WHAT YOU WILL DO - The lines you return must be all those in the data that hold the string "invoiced".

Recorded data:
::::
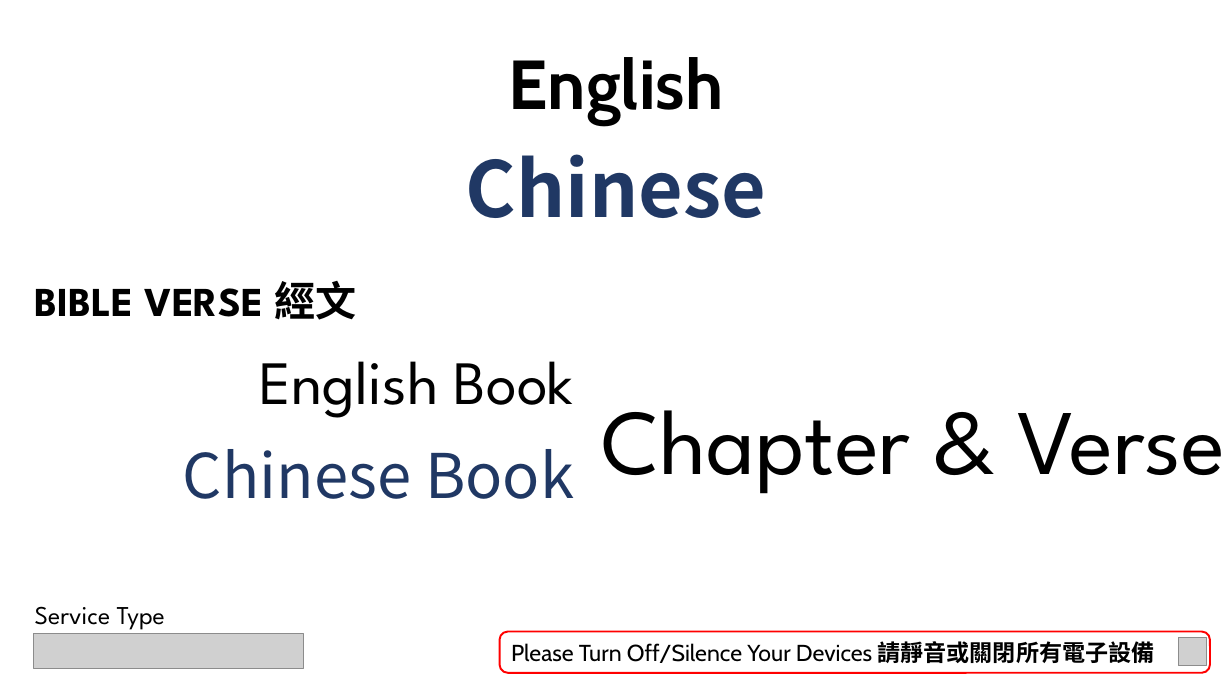
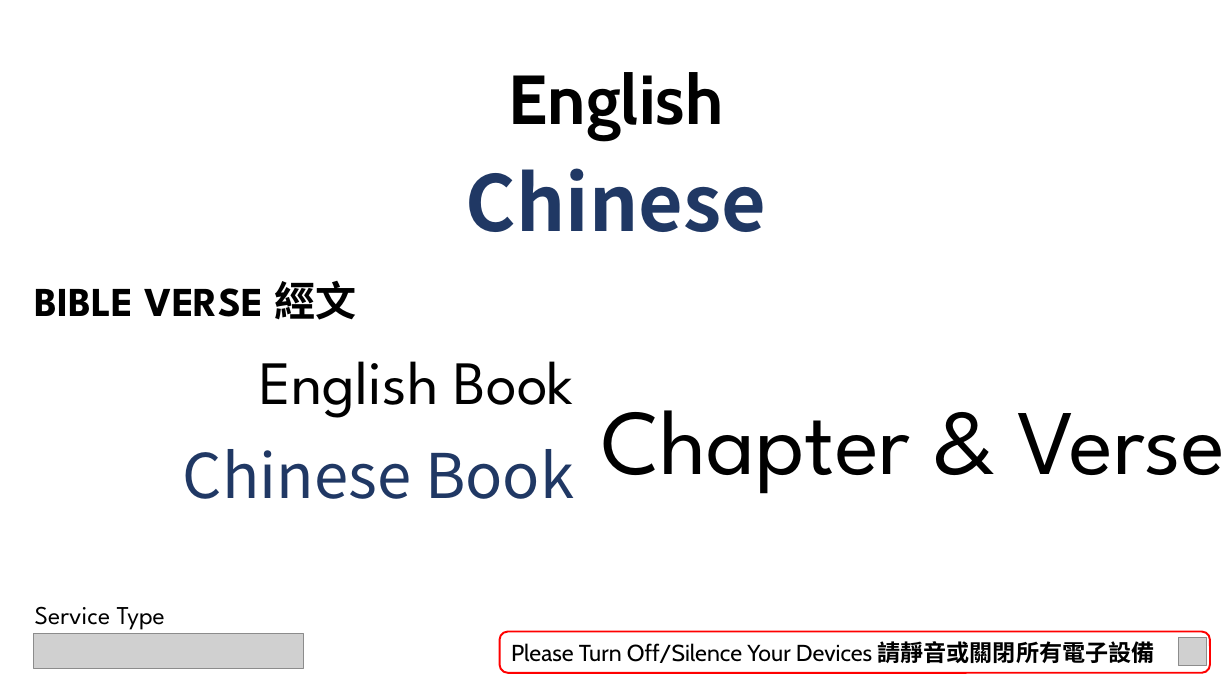
Before and after one commit to calebchanwy/tjc-powerpoint, a slide deck: slide 3 of TJCPowerPoint/Resources/ServiceWidescreen.pptx. Drawn at 1232x693 pixels with LibreOffice and Linux fonts; fonts in the diff are those of the drawing; grey boxes stand for pictures; background and template pictures are left out. Boxes give left, top, right and bottom in pixels: in the first picture for what was removed or moved away, otherwise in the second. Text is boxed around its words. In the diff, an @@ line names an element or a change of style, - is before the commit and + after.

```diff
--- a/TJCPowerPoint/Resources/ServiceWidescreen.pptx
+++ b/TJCPowerPoint/Resources/ServiceWidescreen.pptx
@@ text "English": place and size @@
-text "English" at <box>509,57,723,125</box>
+text "English" at <box>509,72,723,139</box>
@@ text "Chinese": place and size @@
-text "Chinese" at <box>466,154,766,218</box>
+text "Chinese" at <box>466,168,766,232</box>
```
Also in this commit, not shown: 2 other slides changed, 19 other files.
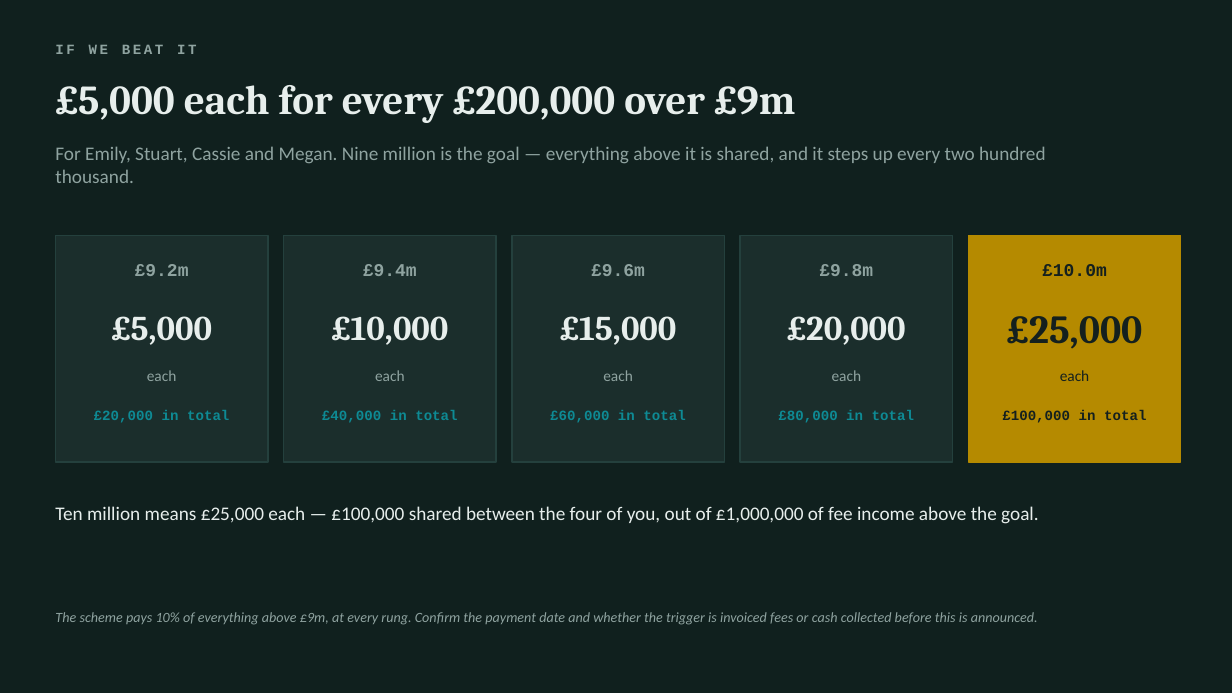
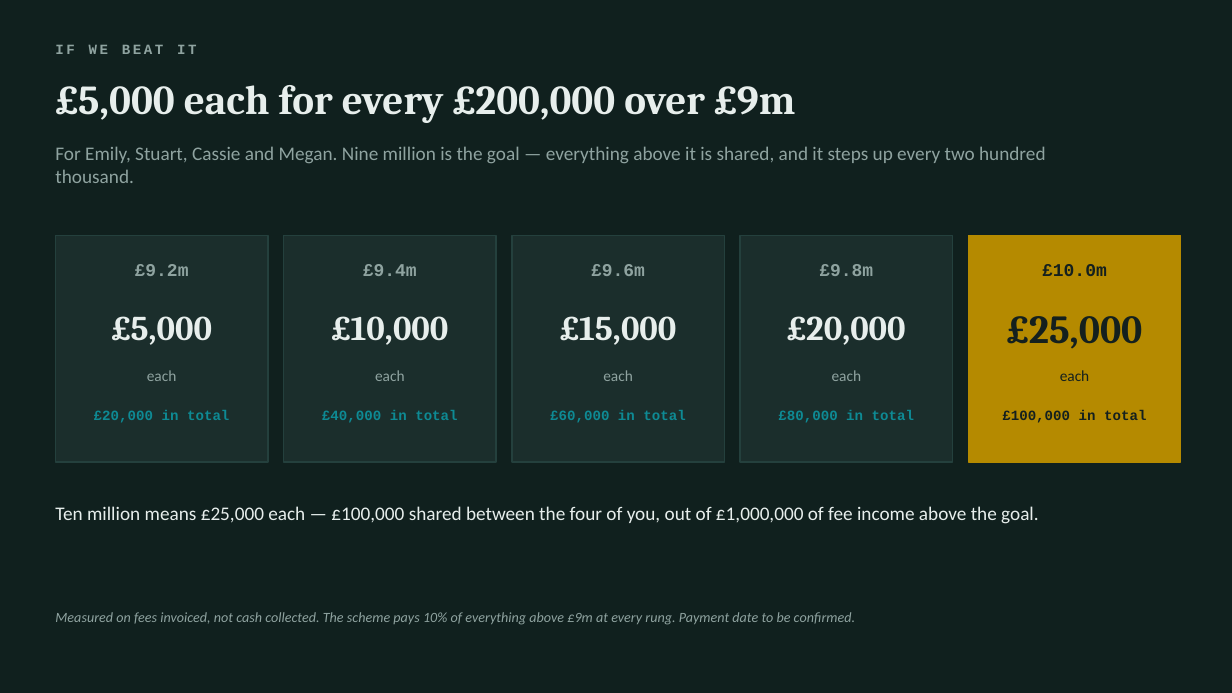
Before and after one commit to compcert-glitch/outlook-mcp, a slide deck: slide 8 of reports/ytd-road-to-9m.pptx. Drawn at 1232x693 pixels with LibreOffice and Linux fonts; fonts in the diff are those of the drawing. Boxes give left, top, right and bottom in pixels: in the first picture for what was removed or moved away, otherwise in the second. Text is boxed around its words. In the diff, an @@ line names an element or a change of style, - is before the commit and + after.

```diff
--- a/reports/ytd-road-to-9m.pptx
+++ b/reports/ytd-road-to-9m.pptx
@@ text at <box>55,612,855,625</box>: text changed @@
-The scheme pays 10% of everything above £9m, at every rung. Confirm the payment date and whether the trigger is invoiced fees or cash collected before this is announced.
+Measured on fees invoiced, not cash collected. The scheme pays 10% of everything above £9m at every rung. Payment date to be confirmed.
```
Also in this commit, not shown: 8 other files.
::::
SOLVED PROBLEM -
-The scheme pays 10% of everything above £9m, at every rung. Confirm the payment date and whether the trigger is invoiced fees or cash collected before this is announced.
+Measured on fees invoiced, not cash collected. The scheme pays 10% of everything above £9m at every rung. Payment date to be confirmed.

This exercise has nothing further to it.